Brewers upend Twins, 6-2
MILWAUKEE -- After a stretch of inconsistency, Matt Garza is beginning to resemble the pitcher the Brewers envisioned when they signed him to a $50 million deal last offseason.
Garza took a shutout into the seventh inning and Mark Reynolds hit a two-run homer, sending Milwaukee to a 6-2 victory over the Minnesota Twins on Monday night.
"This was a really nice ballgame," Brewers manager Ron Roenicke said. "He came out with a great fastball, he located it well, it had life on it. His sliders were outstanding. He threw good curveballs, so yes, I thought this was a really good game for him."
Garza (3-4) scattered six hits over 6 1-3 scoreless innings against the team that brought him to the big leagues in 2006. Garza, signed to a four-year contract as a free agent, struck out eight and walked two for his first win since May 5.
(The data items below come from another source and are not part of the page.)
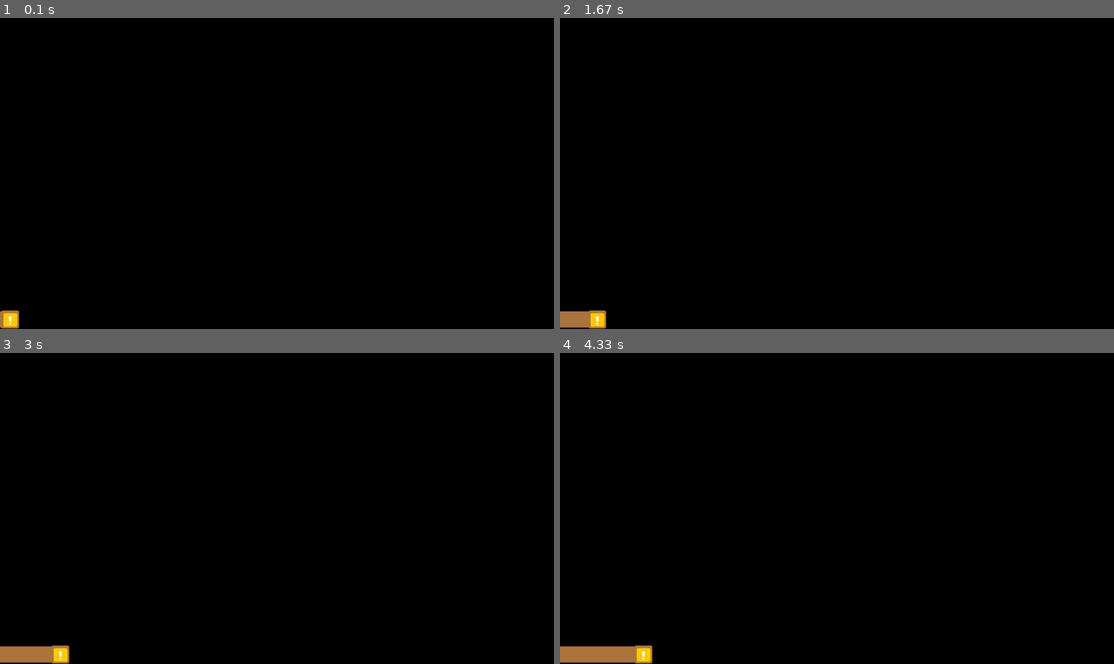
Above: before the commit, frames 1-4 (two rows, left to right).
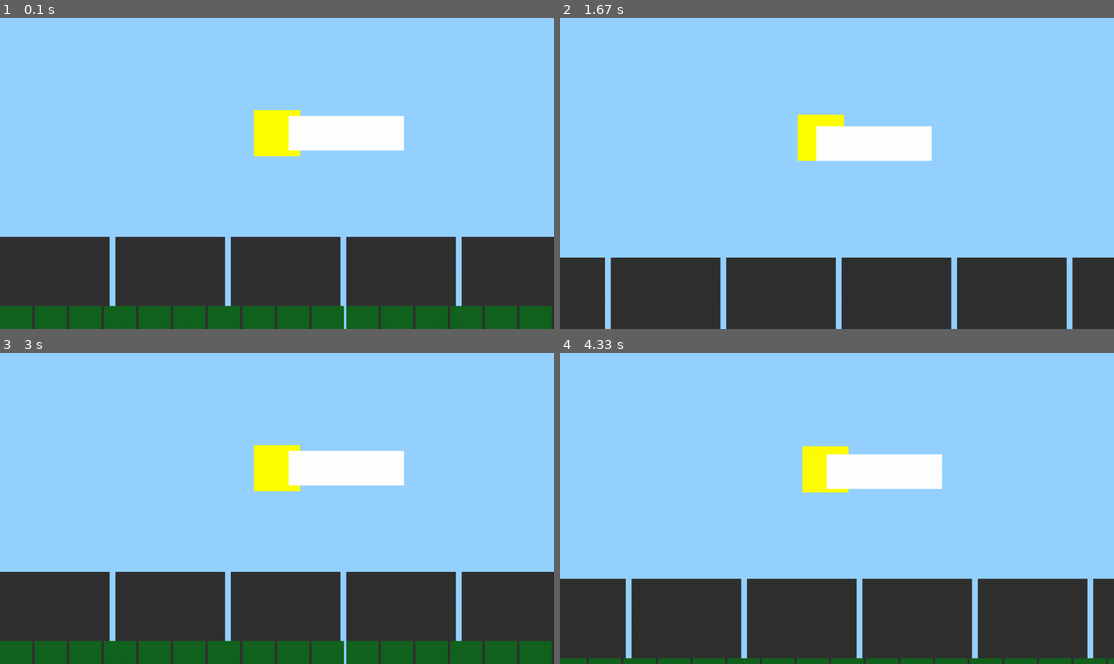
Above: after the commit, the same moments.

Repository: Firedan1176/Pygame-Platformer
Game: pygame game, started from game.py
The game is run twice, just before and just after one commit, with the same random seed, the same clock (stepped at 60 frames per second) and the same inputs.
Inputs:
- Up to frame 1 (0.1 s): no input
- Up to frame 2 (1.67 s): hold Right 0.33-0.8 s; hold Up 0.83-1.13 s; hold Right 1.17-1.63 s
- Up to frame 3 (3 s): hold Left 1.67-2.2 s; hold Down 2.23-2.53 s; hold Left 2.57-2.97 s
- Up to frame 4 (4.33 s): hold Up 3-3.37 s; hold Right 3.4-4.03 s; hold Down from 4.07 s (still down)

The runs differ from the first frame. In frame 1, 100% of the frame differs, in the area x 0-100%, y 0-100%; in frame 2, 100%; in frame 3, 100%; in frame 4, 100%.

Commit message:
Input axis and parallax
Added option for input axes, changing the updates of all axes to per-frame rather than on event.

Added parallax to the engine and created a simple demo scene.

Diff:
--- /dev/null
+++ b/editor.py
@@ -0,0 +1,34 @@
+import pygame
+import objects
+import inputcontrol
+import loading
+from graphics import Camera
+from pygame.math import Vector2
+import sys
+from pygame.locals import *
+
+
+
+
+if __name__ == "__main__":
+    pygame.init()
+    display = pygame.display.set_mode((960, 540))
+    pygame.display.set_caption("Pygame Level Editor")
+
+    clock = pygame.time.Clock()
+
+    camera = Camera(15)
+
+    while True:
+        for event in pygame.event.get():
+            if event.type == QUIT:
+                import ctypes
+                if ctypes.windll.user32.MessageBoxW(0, "Any unsaved progress will be lost!", "Are you sure?", 1) == 1:
+                    print("Editor exit")
+                    pygame.quit()
+                    sys.exit()
+            elif event.type == MOUSEMOTION:
+                pygame.display.update()
+
+
+        clock.tick(30)
--- a/game.py
+++ b/game.py
@@ -12,6 +12,7 @@
 pygame.init()
 
 display = pygame.display.set_mode((960, 540))
+gameScreen = pygame.Surface((480, 270))
 pygame.display.set_caption("Pygame Project")
 
 clock = pygame.time.Clock()
@@ -20,33 +21,40 @@
 class testScene:
 
     def __init__(self):
+        background = GameObject(0, position = Vector2(0, 0), scale = Vector2(480, 270))
+        background.colorize((150, 210, 255))
 
-        import random
+        sun = GameObject(1, position = Vector2(220, 150), scale = Vector2(40, 40))
+        sun.colorize((255, 255, 0))
 
-        self.obj = GameObject(0)
-        self.obj.position = Vector2(0, 0)
-        self.obj.scale = Vector2(32, 32)
-        self.obj.buildSprite("tiles_spritesheet_256.png")
-        self.obj.sprite.partition("Test", pygame.Rect(0, 0, 256, 256), (32, 32))
+        cloud = GameObject(2, position = Vector2(250, 155), scale = Vector2(100, 30))
+        cloud.colorize((255, 255, 255))
+
+        for x in range(30):
+            a = GameObject(10, position = Vector2(x * 30, 0), scale = Vector2(28, 20))
+            a.colorize((20, 100, 30))
+
+            b = GameObject(4, position = Vector2(x * 100, 0), scale = Vector2(95, 80))
+            b.colorize((50, 50, 50))
+
 
 camera = Camera(15)
+
+def moveCamera(direction):
+    camera.position += direction
+
+inputcontrol.createAxis("Move Horizontal", K_RIGHT, K_LEFT, lambda x: moveCamera(Vector2(x, 0)))
+inputcontrol.createAxis("Move Vertical", K_UP, K_DOWN, lambda x: moveCamera(Vector2(0, -x)))
+
 
 a = testScene()
 
 while True:
-    for event in pygame.event.get():
-        #Exit game
-        if event.type == QUIT:
-            print("Closing game...")
-            pygame.quit()
-            sys.exit(0)
+    inputcontrol.evaluate(pygame.event.get())
 
-        #Uber awesome event key processing
-        elif event.type == KEYDOWN or event.type == KEYUP:
-            inputcontrol.evaluate(event)
-
-    #objects.solvePhysics()
-    camera.render(display)
-    a.obj.position += Vector2(1, 0)
+    objects.solvePhysics()
+    camera.render(gameScreen)
+    scaled_display = pygame.transform.scale(gameScreen, (960, 540))
+    display.blit(scaled_display, (0, 0))
     pygame.display.update()
     clock.tick(30)
--- a/graphics.py
+++ b/graphics.py
@@ -7,18 +7,19 @@
 
     def __init__(self, z):
         super().__init__(z)
-        self.parallax = 0.25
+        self.parallax = 0.5
+
+    def render(self, display):
+        for obj in objects.getObjectsOfType(GameObject):
+            #Excluded GameObjects
+            if obj.__class__ in [Camera]: continue
+            if obj.visible and obj.sprite and obj.z < self.z:
+                #Reorient the position
+                new_pos = Vector2(obj.position.x, display.get_height() - obj.position.y - obj.scale.y)
+
+                #Offset based on parallax
+
+                new_pos -= self.position * (obj.z * self.parallax)
 
 
-        self.resolution = pygame.display.get_surface().get_size()
-
-    def render(self, display):
-        for obj in reversed(objects.getObjectsOfType(GameObject)):
-            if obj.visible and obj.sprite and obj.z < self.z:
-                #Reorient the position
-                new_pos = Vector2(obj.position.x, self.resolution[1] - obj.position.y - obj.scale.y)
-
-                #Offset based on parallax
-                #new_pos *= (obj.z * self.parallax)
-
-                display.blit(obj.sprite.get(), new_pos)
+                display.blit(obj.sprite, new_pos)
--- a/inputcontrol.py
+++ b/inputcontrol.py
@@ -1,4 +1,7 @@
+import pygame
+import sys
 from pygame.locals import *
+from utils import friendlyName
 
 inputScheme = {}
 
@@ -12,6 +15,22 @@
         self.activation = activation
         self.action = action
         self.args = args or None
+
+class useraxis:
+
+    def __init__(self, name, positive, negative, action, *args):
+        self.value = 0
+        self.name = name
+        self.positive = positive
+        self.negative = negative
+        self.action = action
+        self.args = args or None
+
+#Generates a new Axis object that will call lambda function
+def createAxis(name = "New axis", positive = None, negative = None, action = None, *args):
+    name = friendlyName(name, inputScheme)
+    _axis = useraxis(name, positive, negative, action, args)
+    inputScheme[name] = _axis
 
 def createInput(name = "New input", val = None, activation = 0, action = None, *args):
     #Name check, tacks on a number to avoid overwriting
@@ -27,7 +46,26 @@
 
 #Evaluates a single keyboard event. Evaluating 'action' passes the instance to the lambda function.
 #Example: action = lambda obj: print(obj.id)
-def evaluate(event):
-    for item in inputScheme.values():
-        if event.key == item.val and event.type == item.activation:
-            item.action(item.args)
+def evaluate(events):
+    for event in events:
+        if event.type == QUIT:
+            print("Closing game...")
+            pygame.quit()
+            sys.exit(0)
+
+        elif event.type == KEYDOWN or event.type == KEYUP:
+            for item in inputScheme.values():
+                if item.__class__ == userinput and event.key == item.val and event.type == item.activation:
+                    item.action(item.args)
+
+                elif item.__class__ == useraxis:
+                    if event.key == item.positive:
+                        if event.type == KEYDOWN: item.value = 1
+                        elif event.type == KEYUP: item.value = 0
+                    elif event.key == item.negative:
+                        if event.type == KEYDOWN: item.value = -1
+                        elif event.type == KEYUP: item.value = 0
+
+    #TODO: This may be laggy. This evaluates EVERY axis if it's non-zero, and if there's a ton, then may be laggy
+    for item in [axis for axis in inputScheme.values() if axis.__class__ == useraxis]:
+        if item.value != 0: item.action(item.value)
--- a/objects.py
+++ b/objects.py
@@ -28,18 +28,20 @@
 Base object for game, used for display, movement and position
 """
 class GameObject():
-    def __init__(self, z):
+    def __init__(self, z = 1, position = Vector2(0, 0), scale = Vector2(32, 32)):
         self.z = z
-        self.position = Vector2(0, 0)
-        self.scale = Vector2(32, 32)
+        self.position = position
+        self.scale = scale
         self.rotation = 0
-        self.sprite = None
         self.visible = True
 
         insertObject(self)
 
-    def buildSprite(self, filename):
-        self.sprite = Sprite(filename)
+    #Used to color the GameObject for testing
+    def colorize(self, color):
+        self.sprite = pygame.Surface(self.scale)
+        self.sprite.fill(color)
+
 
 #This sets position and allows input of two integers, a tuple, or a vector2
     def setPosition(self, x, y = None):
--- a/physics.py
+++ b/physics.py
@@ -99,10 +99,4 @@
 
     for obja in objs:
         if not obja.static:
-            obja.velocity += gravity
-        for objb in objs:
-            if obja != objb and obja.collisions and objb.collisions and intersect(obja, objb):
-                resolveCollision4(obja, objb)
-
-        if not obja.static:
             obja.position += obja.velocity
--- a/sprites.py
+++ b/sprites.py
@@ -1,65 +1,32 @@
 import pygame
+
+#{spritename : Surface}}
+sprite_database = {}
+
+def loadSpritesheet(filename):
+    if filename in sprite_database:
+        return
+
 
 class Sprite:
     def __init__(self, filename):
         self.sprite_table = {}
 
-        a = pygame.Surface((32, 32))
-        a.fill((255, 0, 255))
-        self.sprite_table["None"] = [a]
+        empty = pygame.Surface((32, 32))
+        empty.fill((255, 0, 255))
+        self.sprite_table["None"] = [empty]
         self.sprite_index = 0
         self.playback_speed = 1
         self.target_sprite = "None"
 
-        try:
-            self.surf = pygame.image.load(filename).convert_alpha()
-        except Exception as e:
-            #TODO: Throw an error? What should happen?
-            pass
-
-    #Partition this Spritesheet into individual Surfaces
-    #Returns the list of Surfaces
-    def partition(self, name = "Sprite list", rect = pygame.Rect(0, 0, 32, 32), size = (32, 32)):
-        lst = []
-        if ((rect.h - rect.y) % size[1] != 0 or (rect.w - rect.x) % size[0] != 0):
-            print("Sprite loading error: Partition dimensions are not divisible by the size given")
-            return None
-
-        for y in range(rect.h - rect.y // size[0]):
-            for x in range(rect.w - rect.x // size[1]):
-                a = pygame.Surface(size)
-                a.blit(self.surf, rect, rect)
-                lst.append(a)
-
-        #Add the list, with name, into the dictionary
-        #While loop will avoid overwriting
-        count = 0
-        temp_name = name
-        while temp_name in self.sprite_table:
-            count += 1
-            temp_name = name + " " + str(count)
-
-        #Set the "default" sprite from None to this partition IF this is the first partition
-        if len(self.sprite_table) == 1: self.target_sprite = name
-
-        self.sprite_table[temp_name] = lst
-        return lst
-
-    #Returns a Surface of the current sprite to draw.
-    def get(self, name = None):
-        if name == None:
-            if self.target_sprite == "None":
-                return self.sprite_table["None"][0]
-            else:
-                return self.sprite_table[self.target_sprite][self.sprite_index]
+        global sprite_database
+        if filename in sprite_database:
+            self.surf = sprite_database[filename]
         else:
-            return self.sprite_table[name][self.sprite_index]
-
-    #Plays a sprite animation from the sprite_table
-    def play(self, name, looping = True):
-        self.target_sprite = name
-        self.sprite_index = 0
-        pass
-
-    def stop(self, name):
-        pass
+            try:
+                self.surf = pygame.image.load(filename).convert_alpha()
+                self.sprite_filename = filename
+            except Exception as e:
+                #TODO: Throw an error? What should happen?
+                pass
+            sprite_database[filename] = self
--- a/utils.py
+++ b/utils.py
@@ -47,10 +47,11 @@
     iterator = iterator[:i - 1] + iterator[i:]
     return iterator
 
-
-#a = [37, 4, 19, 34, 10, 5, 9, 2]
-#
-#a = insertionSort(a)
-#print(a)
-#a = remove(a, 10)
-#print(a)
+#Generates a friendly name that increments until no new occurrence is in lst
+def friendlyName(name, lst):
+    count = 0
+    temp_name = name
+    while temp_name in lst:
+        count += 1
+        temp_name = name + " " + str(count)
+    return temp_name
Not shown, changed: .gitignore

"I've been feeling good," Garza said after his best outing since his first start of the season, when he allowed one run and two hits in eight innings of a 1-0 loss to Atlanta. "Baby steps. I've felt great. My mechanics are where I want them to be and I'm getting back to where I've been."
Kyle Gibson (4-5) allowed four runs and six hits in six innings. Gibson has won just one of his last eight starts after winning his first three.
The Brewers took a 2-0 lead in the fourth on consecutive RBI singles by Jonathan Lucroy and Carlos Gomez. Reynolds followed Scooter Gennett's leadoff double in the fifth with an opposite-field shot to right for his team-leading 13th home run to make it 4-0.
"I just made the wrong pitch," Gibson said. "I had a guy on second with less than two outs and I had gotten Reynolds away his first at-bat. And any good hitter right there is trying to move the runner over to third. And I got beat on not my best pitch. I threw him a four-seamer away and the sinker's obviously my best pitch. A sinker there, I'd probably feel a whole lot better about it. Should have gone in. He was trying to hit a ball the other way and I gave him the pitch he needed to do it."
Milwaukee added an unearned run in the seventh and another on Lucroy's third homer in the eighth.
After three perfect innings by Gibson, Jean Segura opened the fourth with his sixth bunt hit of the season. Segura advanced to second on Ryan Braun's groundout and scored on Lucroy's single up the middle, with Lucroy going to second on the throw.
Gomez followed with another single back through the box.
"They earned their way on," Gibson said. "The great bunt by Segura to start the inning, then Lucroy hit the ball up the middle. I got Gomez in a good situation, threw him a good slider and he did what good hitters do, he put the ball in play and found the hole with it."
Milwaukee scored in the seventh on consecutive two-out errors by third baseman Trevor Plouffe.
The Twins got a run in the eighth on an RBI infield single by Josh Willingham and another in the ninth on an RBI infield single by Brian Dozier.
Minnesota, which stranded nine runners, squandered several scoring chances against Garza.
Joe Mauer doubled with one out in the first, but was stranded at third. Mauer doubled again to open the fourth and did not advance. In the fifth, Gibson singled with two outs for his first major league hit and Dozier followed with a double, but Mauer struck out to end the inning.
"It was more about keeping the runs off the board," Garza said. "We had some momentum and the last thing I wanted to do was go out there and break it. Mauer is a great hitter. He already hit two doubles and I just basically said, `If you're not going to hit this, no one is.'" I just tried to get it really far in there. He swung and it worked out."
NOTES: Brewers 3B Aramis Ramirez, on the 15-day disabled list with a left hamstring injury, went 2 for 4 as the designated hitter in his second rehab game for Class-A Wisconsin. Ramirez is expected to be activated for Wednesday's game at Minnesota and could be the DH in the American League ballpark. ... It was the first of four consecutive interleague games between the Brewers and Twins, two in Milwaukee followed by two in Minnesota. ... Gibson's soft liner just beyond the reach of Gennett at second was his first hit in four major league at-bats. ... Mauer's two doubles gave him 290 for his career, moving him past Justin Morneau for fourth place on the Twins' all-time list (since 1961). ... Brewers reliever Will Smith has made 14 consecutive appearances without allowing an earned run, covering 13 2-3 innings.